Kissing for Dummies

“If you’re going to f**k me, you’ve got to kiss me first.” G.W. Bush, 1999


She told me that I was a good kisser. Even though I’m still not sure I believe that, it wasn’t the first time I’d been told that – and it wouldn’t be the first time that their opinion would change over time. But where, exactly, is kissing in our culture? Where’s the how-to books? Where’s the kissing spam?

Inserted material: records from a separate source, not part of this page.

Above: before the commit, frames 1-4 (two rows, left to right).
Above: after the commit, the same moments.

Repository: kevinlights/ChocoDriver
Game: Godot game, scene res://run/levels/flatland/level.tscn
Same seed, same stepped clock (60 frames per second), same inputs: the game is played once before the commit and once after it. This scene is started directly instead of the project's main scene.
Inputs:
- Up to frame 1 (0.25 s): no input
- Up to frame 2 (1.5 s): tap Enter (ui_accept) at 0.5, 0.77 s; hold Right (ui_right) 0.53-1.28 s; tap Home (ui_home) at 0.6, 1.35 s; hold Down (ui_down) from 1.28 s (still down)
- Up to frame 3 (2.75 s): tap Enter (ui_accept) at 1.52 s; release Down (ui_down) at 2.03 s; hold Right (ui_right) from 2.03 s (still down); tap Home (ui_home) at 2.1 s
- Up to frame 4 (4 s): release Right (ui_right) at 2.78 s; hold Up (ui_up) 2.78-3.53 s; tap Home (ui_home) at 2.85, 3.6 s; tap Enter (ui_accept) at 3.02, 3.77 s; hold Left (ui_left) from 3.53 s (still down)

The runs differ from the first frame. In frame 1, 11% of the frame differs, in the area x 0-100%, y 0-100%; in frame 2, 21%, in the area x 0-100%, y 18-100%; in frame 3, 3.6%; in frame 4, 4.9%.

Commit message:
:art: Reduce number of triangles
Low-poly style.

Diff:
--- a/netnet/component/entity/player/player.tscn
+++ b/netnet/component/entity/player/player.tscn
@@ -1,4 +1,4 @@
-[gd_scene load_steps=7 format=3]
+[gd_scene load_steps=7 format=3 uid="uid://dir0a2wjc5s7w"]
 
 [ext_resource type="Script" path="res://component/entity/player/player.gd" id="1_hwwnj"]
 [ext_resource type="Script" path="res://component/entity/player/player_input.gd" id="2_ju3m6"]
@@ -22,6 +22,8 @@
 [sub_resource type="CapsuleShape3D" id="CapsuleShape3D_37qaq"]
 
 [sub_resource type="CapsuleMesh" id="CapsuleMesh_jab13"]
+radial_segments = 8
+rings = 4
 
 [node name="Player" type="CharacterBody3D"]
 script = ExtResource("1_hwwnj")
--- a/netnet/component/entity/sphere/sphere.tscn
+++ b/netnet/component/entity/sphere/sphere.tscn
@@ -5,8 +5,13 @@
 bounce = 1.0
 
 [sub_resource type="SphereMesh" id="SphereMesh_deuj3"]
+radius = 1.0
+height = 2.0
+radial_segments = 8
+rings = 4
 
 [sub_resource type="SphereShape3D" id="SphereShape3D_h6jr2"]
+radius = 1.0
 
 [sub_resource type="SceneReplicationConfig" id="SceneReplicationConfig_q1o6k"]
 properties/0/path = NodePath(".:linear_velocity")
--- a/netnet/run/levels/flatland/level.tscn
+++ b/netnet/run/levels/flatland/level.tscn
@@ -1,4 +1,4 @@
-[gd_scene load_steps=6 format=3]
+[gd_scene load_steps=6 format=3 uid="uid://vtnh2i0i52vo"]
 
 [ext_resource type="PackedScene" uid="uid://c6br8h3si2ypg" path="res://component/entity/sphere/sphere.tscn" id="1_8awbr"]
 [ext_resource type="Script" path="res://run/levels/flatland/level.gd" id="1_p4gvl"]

I hadn’t really noticed the absence of kissing advice and literature until I read “Unnatural Acts”, an excerpt from Sex is an Unnatural Act and Other Essays by Leonore Tiefer. In retrospect, the most explicit mentions of kissing vis a vis love and sex I’m aware of in popular culture are in Heinlein’s Stranger in a Strange Land and in the film Pretty Woman. The former (despite its flaws) makes a strong effort to shatter taboos and explore sensuality and spirituality simultaneously. Its popularity at the time of its release – with grok even entering the cultural lexicon – is evidence of the repressed desire for this exploration. The blank looks one gets today when mentioning it, however, are stronger evidence of the maintenance of the status quo.

But the status, as Dr. Horrible would say, is not quo. Though Pretty Woman makes it explicit, the kiss has popularly been held up as the significant difference between sex and love; the first step towards that “fusion of bodies” and… yeah, you’ve read the same overwrought prose too. So, there’s a whole lot of importance put on a kiss in our culture that simply doesn’t allow for anything other than mind-blowing awesomeness. If, for whatever reason, your kisses, sex acts, or whatever don’t feel like the unfolding of a romance novel, our culture tells us it must be crap.


Which brings us back to my kissing technique. I had – and at some level still do – buy into this concept of kissing as a vital signal of being in a romantic relationship. Both implicitly and explicitly, I have believed that a kiss completed an unspoken contract. In a disturbing parallel to the conclusion of Gethsemane, a kiss was the sign that the person I was kissing was “the one”.

Despite the examples of numerous movies, this did not always work out well. This explicitly mechanistic view led to awkward attempts to kiss another; rather than being swept off their feet and into a relationship, they instead became offended. (Yet at other times it did work; is it possible that my dating success is directly related to the amount of buy-in the women I was attracted to had with John Hughes (you know, Breakfast Club, Pretty in Pink, Sixteen Candles) films of the 80’s?)

Ah, yes. But there’s the bit where I’m (supposedly) a good kisser. I’m willing to bet that this holds true across cultures and is valid regardless of techniques of kissing. Not so much that I am a good kisser – but it’s the same skills across cultures, regardless of how you kiss.

It’s not really about particular mouth movements, where one kisses, or even how you kiss. It’s about focus and attention. As relationships changed and soured – or even as things became more busy or routine – the amount of focus and attention changed. Think about the stereotypical Dagwood kiss out the door – it’s obvious that his focus is elsewhere, even though we’d never really blame him for it. Even if the mechanics of the technique remained the same, the person I was kissing would be able to sense the difference. Even more so than the sex act itself, kissing is all about the social process of interaction, and maintaining focus on the other instead of the self.

So if you’re not satisfied with the way your partner kisses, then ask what’s going on in the relationship. What can you do to change things – not about the kisses themselves, but about the relationship? And try to carve out some time to kiss – time where you’re not distracted by other things, other worries.